*** INFORMATION PROVIDED ***
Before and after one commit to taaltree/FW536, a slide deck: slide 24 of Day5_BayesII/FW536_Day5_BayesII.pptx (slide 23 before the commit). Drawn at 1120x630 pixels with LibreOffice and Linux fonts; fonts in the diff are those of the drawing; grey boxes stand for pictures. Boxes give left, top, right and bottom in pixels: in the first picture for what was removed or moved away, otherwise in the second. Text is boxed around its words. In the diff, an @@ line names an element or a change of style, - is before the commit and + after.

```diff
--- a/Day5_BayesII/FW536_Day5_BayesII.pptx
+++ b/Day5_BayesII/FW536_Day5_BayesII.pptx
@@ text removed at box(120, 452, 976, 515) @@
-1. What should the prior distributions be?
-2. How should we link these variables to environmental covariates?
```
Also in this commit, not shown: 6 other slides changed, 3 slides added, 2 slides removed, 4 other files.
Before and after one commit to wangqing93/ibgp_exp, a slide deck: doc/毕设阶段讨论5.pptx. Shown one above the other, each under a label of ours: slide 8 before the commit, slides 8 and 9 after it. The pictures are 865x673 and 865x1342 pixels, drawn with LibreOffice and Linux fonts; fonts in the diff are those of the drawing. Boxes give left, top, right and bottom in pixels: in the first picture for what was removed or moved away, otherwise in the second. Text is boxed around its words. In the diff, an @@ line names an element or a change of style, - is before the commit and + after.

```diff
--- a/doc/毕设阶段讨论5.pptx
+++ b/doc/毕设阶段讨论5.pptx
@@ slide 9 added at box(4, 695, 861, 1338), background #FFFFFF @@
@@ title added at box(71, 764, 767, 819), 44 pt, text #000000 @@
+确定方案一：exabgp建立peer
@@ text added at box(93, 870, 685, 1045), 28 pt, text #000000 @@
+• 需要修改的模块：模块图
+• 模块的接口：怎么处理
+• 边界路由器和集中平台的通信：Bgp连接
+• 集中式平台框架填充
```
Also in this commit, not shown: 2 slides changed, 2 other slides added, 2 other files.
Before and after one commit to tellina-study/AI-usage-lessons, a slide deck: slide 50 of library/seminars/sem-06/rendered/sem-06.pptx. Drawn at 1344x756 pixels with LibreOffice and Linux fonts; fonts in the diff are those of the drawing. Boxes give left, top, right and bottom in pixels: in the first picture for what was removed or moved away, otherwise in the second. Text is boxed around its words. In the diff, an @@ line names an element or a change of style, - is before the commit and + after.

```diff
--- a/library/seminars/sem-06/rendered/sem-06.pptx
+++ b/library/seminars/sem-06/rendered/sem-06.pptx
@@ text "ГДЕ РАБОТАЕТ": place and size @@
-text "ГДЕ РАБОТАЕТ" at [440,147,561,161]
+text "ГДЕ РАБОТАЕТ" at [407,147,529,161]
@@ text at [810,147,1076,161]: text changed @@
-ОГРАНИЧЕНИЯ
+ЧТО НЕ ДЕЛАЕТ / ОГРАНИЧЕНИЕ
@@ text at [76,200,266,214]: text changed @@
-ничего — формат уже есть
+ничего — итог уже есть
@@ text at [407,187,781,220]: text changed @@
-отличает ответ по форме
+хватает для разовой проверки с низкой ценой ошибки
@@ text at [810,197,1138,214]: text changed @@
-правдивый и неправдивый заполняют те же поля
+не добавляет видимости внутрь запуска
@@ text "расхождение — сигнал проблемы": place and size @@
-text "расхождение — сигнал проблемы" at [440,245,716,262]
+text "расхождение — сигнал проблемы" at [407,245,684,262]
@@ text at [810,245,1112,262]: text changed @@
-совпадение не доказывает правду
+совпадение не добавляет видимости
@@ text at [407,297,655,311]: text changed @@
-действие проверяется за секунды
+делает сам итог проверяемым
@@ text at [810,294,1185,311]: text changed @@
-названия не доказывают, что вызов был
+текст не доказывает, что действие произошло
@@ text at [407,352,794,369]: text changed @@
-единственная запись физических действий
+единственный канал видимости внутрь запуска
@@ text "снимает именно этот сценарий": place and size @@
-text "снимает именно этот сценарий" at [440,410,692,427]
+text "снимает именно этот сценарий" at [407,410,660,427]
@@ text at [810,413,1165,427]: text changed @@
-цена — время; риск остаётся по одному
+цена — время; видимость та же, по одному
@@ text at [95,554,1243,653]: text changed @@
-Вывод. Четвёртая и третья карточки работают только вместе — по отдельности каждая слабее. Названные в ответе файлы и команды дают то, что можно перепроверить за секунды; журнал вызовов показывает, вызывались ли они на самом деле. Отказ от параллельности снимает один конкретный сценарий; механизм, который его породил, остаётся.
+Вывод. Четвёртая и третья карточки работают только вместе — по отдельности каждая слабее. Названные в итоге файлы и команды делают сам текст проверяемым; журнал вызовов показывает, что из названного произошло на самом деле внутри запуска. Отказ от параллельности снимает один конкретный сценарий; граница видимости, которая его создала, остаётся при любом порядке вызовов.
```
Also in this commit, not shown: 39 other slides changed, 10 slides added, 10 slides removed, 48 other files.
*** End of INFORMATION PROVIDED ***
Reproduce word for word the lines of the records above, beginning at the first and ending with the line where "Also in this commit, not shown: 2" appears, and nothing past it.

## TASK RESPONSE
Before and after one commit to taaltree/FW536, a slide deck: slide 24 of Day5_BayesII/FW536_Day5_BayesII.pptx (slide 23 before the commit). Drawn at 1120x630 pixels with LibreOffice and Linux fonts; fonts in the diff are those of the drawing; grey boxes stand for pictures. Boxes give left, top, right and bottom in pixels: in the first picture for what was removed or moved away, otherwise in the second. Text is boxed around its words. In the diff, an @@ line names an element or a change of style, - is before the commit and + after.

```diff
--- a/Day5_BayesII/FW536_Day5_BayesII.pptx
+++ b/Day5_BayesII/FW536_Day5_BayesII.pptx
@@ text removed at box(120, 452, 976, 515) @@
-1. What should the prior distributions be?
-2. How should we link these variables to environmental covariates?
```
Also in this commit, not shown: 6 other slides changed, 3 slides added, 2 slides removed, 4 other files.
Before and after one commit to wangqing93/ibgp_exp, a slide deck: doc/毕设阶段讨论5.pptx. Shown one above the other, each under a label of ours: slide 8 before the commit, slides 8 and 9 after it. The pictures are 865x673 and 865x1342 pixels, drawn with LibreOffice and Linux fonts; fonts in the diff are those of the drawing. Boxes give left, top, right and bottom in pixels: in the first picture for what was removed or moved away, otherwise in the second. Text is boxed around its words. In the diff, an @@ line names an element or a change of style, - is before the commit and + after.

```diff
--- a/doc/毕设阶段讨论5.pptx
+++ b/doc/毕设阶段讨论5.pptx
@@ slide 9 added at box(4, 695, 861, 1338), background #FFFFFF @@
@@ title added at box(71, 764, 767, 819), 44 pt, text #000000 @@
+确定方案一：exabgp建立peer
@@ text added at box(93, 870, 685, 1045), 28 pt, text #000000 @@
+• 需要修改的模块：模块图
+• 模块的接口：怎么处理
+• 边界路由器和集中平台的通信：Bgp连接
+• 集中式平台框架填充
```
Also in this commit, not shown: 2 slides changed, 2 other slides added, 2 other files.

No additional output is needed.